Evaluate the integral or state that it diverges.
$$\int$_2^{$\infty$}$\frac{1}{x(lnx)^4}$dx$

The Integral diverges.

$2$ ; converges.

$\frac{1}{5\left(\ln2\right)^5}$ ; converges.

$\frac{1}{3\left(\ln2\right)^3}$ ; converges.

Verified step by step guidance

Step 1: Recognize that the given integral is an improper integral because the upper limit of integration is infinity. This means we need to evaluate the integral as a limit: $ \int_2^{\infty} \frac{1}{x(\ln x)^4} dx = \lim_{b \to \infty} \int_2^b \frac{1}{x(\ln x)^4} dx $.
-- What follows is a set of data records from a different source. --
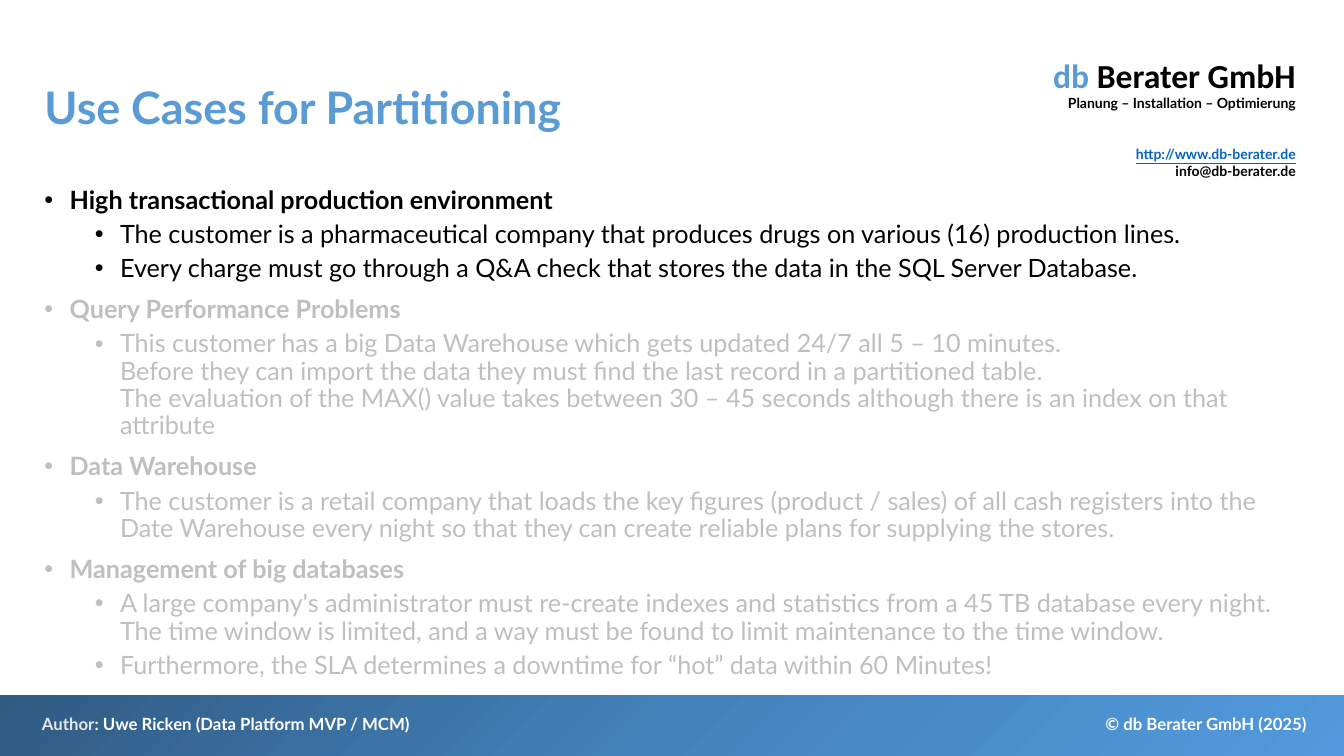
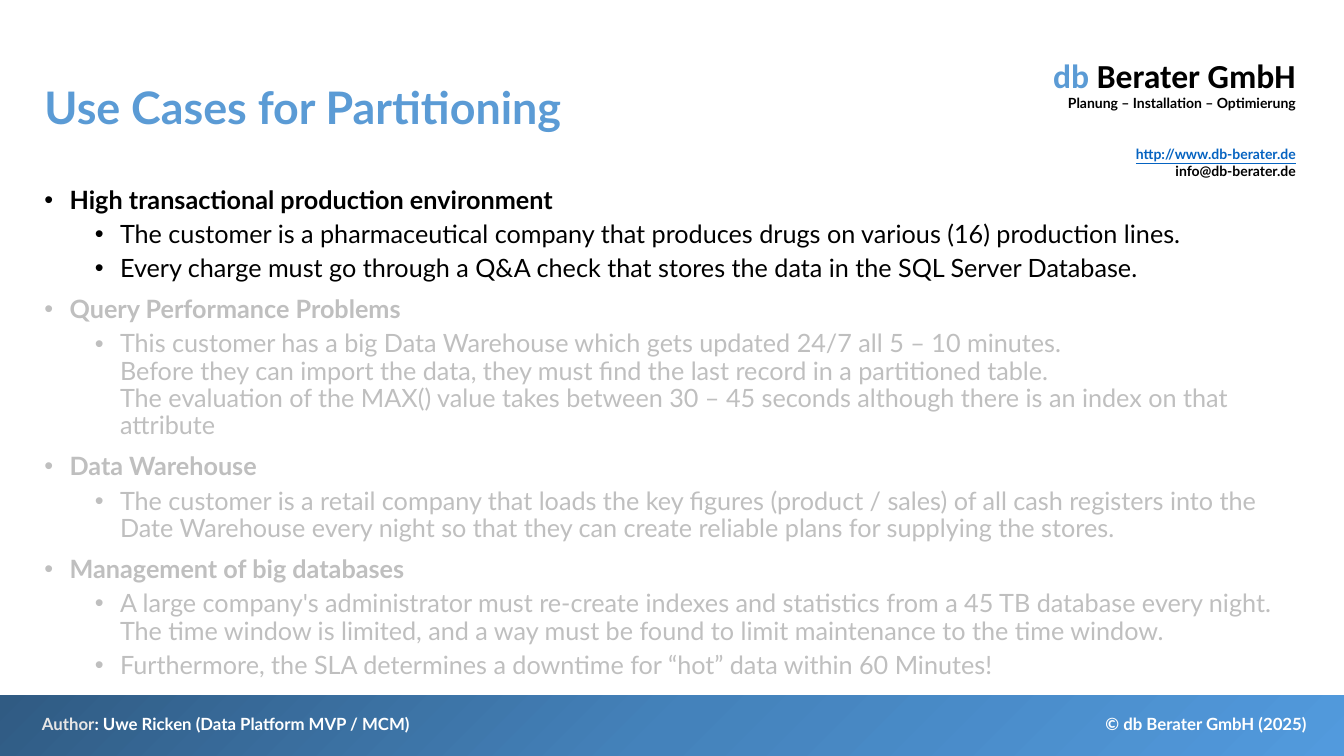
Before and after one commit to db-berater/SQL-Server-Partitioning-for-Data-Management, a slide deck: slide 6 of 01 - Documents and Preparation/SQL Server Partitioning - Speed up your workload.pptx. Drawn at 1344x756 pixels with LibreOffice and Linux fonts; fonts in the diff are those of the drawing. Boxes give left, top, right and bottom in pixels: in the first picture for what was removed or moved away, otherwise in the second. Text is boxed around its words. In the diff, an @@ line names an element or a change of style, - is before the commit and + after.

```diff
--- a/01 - Documents and Preparation/SQL Server Partitioning - Speed up your workload.pptx
+++ b/01 - Documents and Preparation/SQL Server Partitioning - Speed up your workload.pptx
@@ text at bbox=[120, 334, 1227, 434]: text changed @@
-  • This customer has a big Data Warehouse which gets updated 24/7 all 5 – 10 minutes.
-    Before they can import the data they must find the last record in a partitioned table.
-    The evaluation of the MAX() value takes between 30 – 45 seconds although there is an index on that attribute
+  • This customer has a big Data Warehouse which gets updated 24/7 all 5 – 10 minutes.
+    Before they can import the data, they must find the last record in a partitioned table.
+    The evaluation of the MAX() value takes between 30 – 45 seconds although there is an index on that attribute
```
Also in this commit, not shown: 2 other slides changed, 7 slides added, 6 other files.

Step 2: Perform a substitution to simplify the integral. Let $ u = \ln x $, which implies $ du = \frac{1}{x} dx $. When $ x = 2 $, $ u = \ln 2 $, and as $ x \to \infty $, $ u \to \infty $. The integral becomes $ \int_{\ln 2}^{\infty} \frac{1}{u^4} du $.

Step 3: Simplify the new integral. The integral $ \int \frac{1}{u^4} du $ can be rewritten as $ \int u^{-4} du $. Use the power rule for integration: $ \int u^n du = \frac{u^{n+1}}{n+1} + C $, where $ n \neq -1 $. Here, $ n = -4 $, so the integral becomes $ \frac{u^{-3}}{-3} = -\frac{1}{3u^3} $.

Step 4: Apply the limits of integration. Substitute the limits $ u = \ln 2 $ and $ u \to \infty $ into the result of the integral. The expression becomes $ \lim_{b \to \infty} \left[ -\frac{1}{3u^3} \right]_{\ln 2}^b = \lim_{b \to \infty} \left( -\frac{1}{3b^3} + \frac{1}{3(\ln 2)^3} \right) $.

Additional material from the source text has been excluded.